# Looking for pen blanks with NFL logos



## Ozzy (Jul 11, 2007)

Does anybody know of a source that sells pen blanks with NFL logos on them? 
I have been getting a ton of request for them.


----------



## babyblues (Jul 12, 2007)

If you're going to sell the pens, I would think that you'd need that team's permission to sell anything with their logo on it.  I would be cautious.


----------



## Dario (Jul 12, 2007)

> _Originally posted by babyblues_
> <br />If you're going to sell the pens, I would think that you'd need that team's permission to sell anything with their logo on it.  I would be cautious.



I agree with Jason.

Re: your inquiry, best way I can think of is either have the logo engraved or glue some sort of decal to the tube, cast w/ clear PR (or similar) like you would snake skin.


----------



## ctwxlvr (Jul 12, 2007)

any thing that has a registered logo on it that is offered for sale requires it to be licensed, it has been a hot topic on the yahoo group and to get a team logo licensed is going to be more expensive than most of us are willing to do.


----------



## ahoiberg (Jul 12, 2007)

i would agree with dario that if i were to do an NFL logo pen, I'd cast it in clear PR. i also agree with the cautious warnings. i actually work for an NFL team and know full well what people have to go through to get permission to use logos. even interdepartmentally we have to go through our marketing department to use our own logo on our own clothing. on the other hand, if these are something you'll be giving away, have at it.


----------



## wdcav1952 (Jul 12, 2007)

Let me guess, Andrew.  You work for the Minnesota Vikings? []


----------



## Thumbs (Jul 13, 2007)

Ozzy, I know this isn't quite what you asked for but HUT carries Logo kits for the finials and clips on some pen models.  At least, it used to be listed in their catalog.  They had a procedure setup to do custom logos in similar fashion.  Maybe you could enquire there for more details and the possibilty of using some NFL logos.  I'm sure they've been asked that question.  Well, it seems like they should have.


----------



## ahoiberg (Jul 13, 2007)

cav... ironically, the vikings have been my 'rooting for' team since childhood... []


----------



## Monty (Aug 3, 2007)

Just curious, has anyone ever heard of someone being turned in for selling handcrafted unlicensed logo stuff? Just asking cause last year there was a guy selling clocks with NFL and college logos on them at several of the local shows I was at.


----------



## its_virgil (Aug 3, 2007)

A large local company here was forced to shut down because of copyright infringements from  printing NFL logos on shirts, cool cups, etc. He couldn't afford to pay the fines and royalties on his past years of selling unlicensed merchandise. The NFL sued him for past royalties. As for others selling stuff...maybe they are getting away with it and maybe they are legally selling the stuff. I see this going on at the local flea market...they are not making the stuff, just selling the mdse they bought...maybe from bootleg sources in China or elsewhere.
Do a good turn dailty!
Don


> _Originally posted by Monty_
> <br />Just curious, has anyone ever heard of someone being turned in for selling handcrafted unlicensed logo stuff? Just asking cause last year there was a guy selling clocks with NFL and college logos on them at several of the local shows I was at.


----------



## Russianwolf (Aug 3, 2007)

just a thought and I'd be curious to see what a lawyer would say about it: but what if you buy officially licensed logos (the approx. size you need) and use them to make your pen. Would you be in violation or not?


----------



## neon007 (Aug 3, 2007)

That would be fine as long as you buy the licensed sticker. Once You buy it you are free to do with it what you please. My brother is a lawyer and that was his quick answer.


----------



## Monty (Aug 3, 2007)

These clocks were all handmade by him. Only thing he bought was the wood, paint and clock parts. Doubt he had a license.


----------



## Malainse (Aug 4, 2007)

Neon, I disagree...  The stickers have a NFL license to be sold as a sticker.  

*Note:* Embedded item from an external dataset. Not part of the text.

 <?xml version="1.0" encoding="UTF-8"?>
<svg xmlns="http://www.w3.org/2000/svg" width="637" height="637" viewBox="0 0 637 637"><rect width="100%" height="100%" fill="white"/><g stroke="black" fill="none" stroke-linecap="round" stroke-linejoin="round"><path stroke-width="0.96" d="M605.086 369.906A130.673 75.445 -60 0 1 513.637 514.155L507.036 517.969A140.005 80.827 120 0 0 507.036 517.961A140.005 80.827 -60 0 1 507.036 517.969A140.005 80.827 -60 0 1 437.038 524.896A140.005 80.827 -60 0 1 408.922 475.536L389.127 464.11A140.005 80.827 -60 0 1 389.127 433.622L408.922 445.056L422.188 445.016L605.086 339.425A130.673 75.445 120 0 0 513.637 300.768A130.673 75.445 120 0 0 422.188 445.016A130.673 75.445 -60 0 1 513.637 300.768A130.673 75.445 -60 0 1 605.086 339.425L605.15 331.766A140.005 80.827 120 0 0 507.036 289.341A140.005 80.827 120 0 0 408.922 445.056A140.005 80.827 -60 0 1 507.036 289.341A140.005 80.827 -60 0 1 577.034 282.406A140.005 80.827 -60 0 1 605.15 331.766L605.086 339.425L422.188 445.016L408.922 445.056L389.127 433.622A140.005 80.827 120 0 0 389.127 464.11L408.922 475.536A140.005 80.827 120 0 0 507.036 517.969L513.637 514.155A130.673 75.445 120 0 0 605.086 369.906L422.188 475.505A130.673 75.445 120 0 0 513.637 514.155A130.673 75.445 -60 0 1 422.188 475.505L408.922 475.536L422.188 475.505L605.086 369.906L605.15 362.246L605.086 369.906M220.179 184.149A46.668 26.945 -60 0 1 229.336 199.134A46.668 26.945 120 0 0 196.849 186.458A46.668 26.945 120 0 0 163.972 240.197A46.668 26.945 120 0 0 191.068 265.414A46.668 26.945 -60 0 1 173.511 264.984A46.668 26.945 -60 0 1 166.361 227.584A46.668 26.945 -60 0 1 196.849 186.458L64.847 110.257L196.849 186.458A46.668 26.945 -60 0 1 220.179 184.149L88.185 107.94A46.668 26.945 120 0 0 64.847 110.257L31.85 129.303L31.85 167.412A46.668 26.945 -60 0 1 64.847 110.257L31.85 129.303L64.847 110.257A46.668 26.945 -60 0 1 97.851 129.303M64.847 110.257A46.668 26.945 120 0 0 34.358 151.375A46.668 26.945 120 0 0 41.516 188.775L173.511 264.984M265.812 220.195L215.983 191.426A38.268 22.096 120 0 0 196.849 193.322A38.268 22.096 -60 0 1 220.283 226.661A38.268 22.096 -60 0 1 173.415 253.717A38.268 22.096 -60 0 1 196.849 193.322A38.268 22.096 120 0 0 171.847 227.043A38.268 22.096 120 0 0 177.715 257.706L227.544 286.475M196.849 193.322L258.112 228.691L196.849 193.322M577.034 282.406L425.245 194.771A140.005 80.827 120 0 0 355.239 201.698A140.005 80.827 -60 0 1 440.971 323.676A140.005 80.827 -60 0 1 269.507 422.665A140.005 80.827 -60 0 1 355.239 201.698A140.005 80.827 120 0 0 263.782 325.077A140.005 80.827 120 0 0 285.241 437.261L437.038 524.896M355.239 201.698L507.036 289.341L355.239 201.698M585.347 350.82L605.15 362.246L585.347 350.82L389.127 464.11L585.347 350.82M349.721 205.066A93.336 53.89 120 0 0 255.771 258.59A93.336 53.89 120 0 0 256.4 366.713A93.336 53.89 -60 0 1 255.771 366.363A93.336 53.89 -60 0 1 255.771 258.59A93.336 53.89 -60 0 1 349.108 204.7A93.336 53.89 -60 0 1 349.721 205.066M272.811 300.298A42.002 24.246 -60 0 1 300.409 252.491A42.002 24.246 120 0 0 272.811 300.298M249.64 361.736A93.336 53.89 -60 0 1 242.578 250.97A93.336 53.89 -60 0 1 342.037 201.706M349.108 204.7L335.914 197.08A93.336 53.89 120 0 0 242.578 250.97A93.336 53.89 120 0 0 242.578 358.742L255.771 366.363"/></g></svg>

In this case the pen would be the item sold and is not licensed....Now if you are giving them away should not be an issue..


NFL License info: 

A number of things but this is the one that sticks out....

Have the ability to pay 100% of minimum royalty guarantee upon execution of a license agreement (typically about $100,000 per year) and be able to generate sales sufficient to meet the minimum royalty guarantee on a yearly basis;


----------



## oldsmokey (Aug 4, 2007)

Ozzy, forget the logo.  When I have gotten that request I will get a blank in the team colors and sell that.  I will name the color a marble or something like that.  I will never refer anything in the name that would indicate that it is connected to a professional team.
I have lost some sales, but I never have any problems.  
Look in some of the suppliers catalogs under PR or Celluloid pen blanks and you will find many of the team colors. 
Ellis


----------



## Ozzy (Aug 10, 2007)

I had that same idea but I haven't been able to find the colors that I need. I've been searching all over the internet trying to find someone to do custom colors, without a 1500 blank minimum.


----------